對中國經濟發展軌跡的解讀眾説紛紜。選取農業、科技、航天、電動汽車等任意一個產業部門,都可以找到專家關於國家政策導向及戰略遠見如何推動這些產業發展,最終幫助中國躋身經濟強國之列的分析,彷彿是在讓我們相信,只要印政府自上而下推行幾項重大政策和計劃,就能改變印經濟命運。
過去十年間,印度曾有一個擁有強大政治授權的政府,試圖推動土地、勞動力、資本、農業、税收領域改革。然而,印經濟卻未能如中國般實現騰飛。三十多年來,中國的人均年增長率超過8%。反觀印度,儘管其經濟基數遠低於中國,但經濟增速似乎始終難以突破6%。
問題到底出在哪裏?特定行業政策差異能在一定程度上解釋兩國發展路徑的不同,但卻無法闡明中國為何能協同推進多領域增長。究其根本,我們需要着眼於中國實現長期經濟增長的原動力。
行政權力下放,正是支撐中國經濟增長的一個關鍵因素。外界常將中國的產業成就歸功於中央層面的戰略規劃,然而,實際推動力源自地方政府的彈性試錯機制、持續投資能力與治理效能提升。

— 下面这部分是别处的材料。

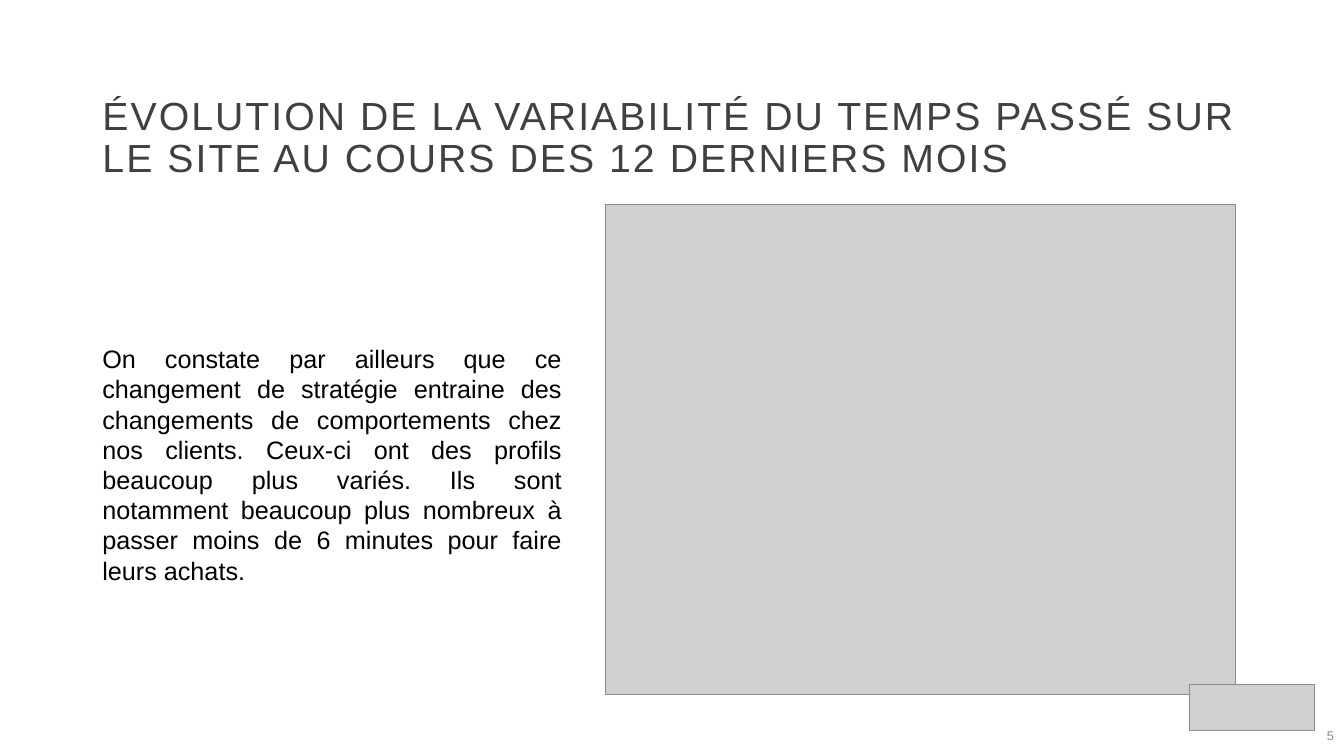
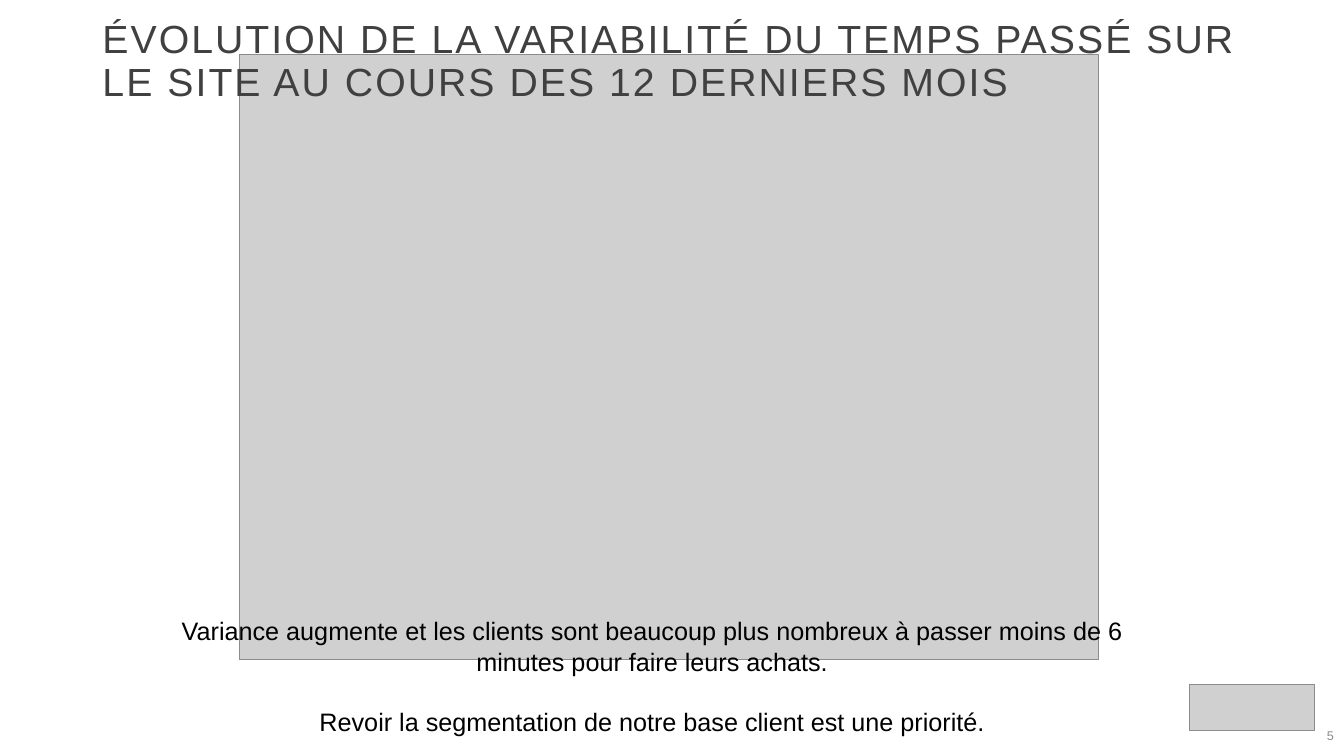
Before and after one commit to ziedbelhocine/Cours-OC, a slide deck: slide 5 of Data_Analyst/Projet_2/rapport mensuel des actions marketing.pptx. Drawn at 1344x756 pixels with LibreOffice and Linux fonts; fonts in the diff are those of the drawing; grey boxes stand for pictures; background and template pictures are left out. Boxes give left, top, right and bottom in pixels: in the first picture for what was removed or moved away, otherwise in the second. Text is boxed around its words. In the diff, an @@ line names an element or a change of style, - is before the commit and + after.

```diff
--- a/Data_Analyst/Projet_2/rapport mensuel des actions marketing.pptx
+++ b/Data_Analyst/Projet_2/rapport mensuel des actions marketing.pptx
@@ title "ÉVOLUTION DE LA VARIABILITÉ DU ..." rewrapped from [102,99,1233,173] to [102,22,1233,104] @@
@@ picture: place and size @@
-picture at [606,205,1236,695]
+picture at [239,55,1099,660]
@@ text at [182,620,1122,737]: text changed @@
-On constate par ailleurs que ce changement de stratégie entraine des changements de comportements chez nos clients. Ceux-ci ont des profils beaucoup plus variés. Ils sont notamment beaucoup plus nombreux à passer moins de 6 minutes pour faire leurs achats.
+Variance augmente et les clients sont beaucoup plus nombreux à passer moins de 6 minutes pour faire leurs achats.
+Revoir la segmentation de notre base client est une priorité.
```
Also in this commit, not shown: 4 other slides changed, 13 other files.

我們關於中國經濟增長根本動因的傳統認知存在偏差。儘管中國實行一黨執政,但其權力下放程度遠高於印度。數據顯示,印度市級政府支出僅佔政府總支出不到3%,而中國省級以下政府支出佔比接近51%。此外,中國地方政府在實際治理中職能更加廣泛,例如幾乎全權負責失業保險和養老金等社會保障事務。
一、任命制
這一制度的建立首要歸功於鄧小平,他在一黨執政框架下構建了問責機制與官僚績效評估體系。這一制度允許地方領導人將轄區經濟增長作為晉升依據。政治學教授洪源遠(Yuen Yuen Ang)在《中國如何跳出貧困陷阱》中指出,中央政策通常較為宏觀,為地方政府探索差異化發展路徑留下充分空間。這種“定向自主”治理模式催生了多元發展政策,地方官員可因地制宜推動改革發展,例如,部分地區發展本地鄉鎮企業,部分地區則依託經濟特區吸引外資。
由此,中國城市不僅在內部激烈競爭,更積極參與全球城市間的發展角逐。事實勝於雄辯,只需訪問重慶或上海市政府官網,將其政府規劃文件與孟買、班加羅爾等城市的相關文件進行對比就能發現,中國城市擁有的經濟自主決策權遠超印主要城市。
舉幾個例子,上海市行政級別等同於省級,其2035總體規劃明確聚焦集成電路、生物醫藥、人工智能三大戰略產業。在確定重點發展領域後,由上海市政府而非中央政府制定具體政策,資助相關企業發展,例如,上海市政府2024年設立14億美元($1.4 billion)專項基金用於培育前沿產業;中國最大汽車製造商上汽集團(擁有名爵品牌)為國有企業,但其管理權歸屬於上海市政府而非中央;中國半導體龍頭企業中芯國際也獲得上海市政府直接投資。另一主要城市重慶則設有外事辦公室以處理經濟外交事務,並通過設立科學技術局推動新興科技領域發展。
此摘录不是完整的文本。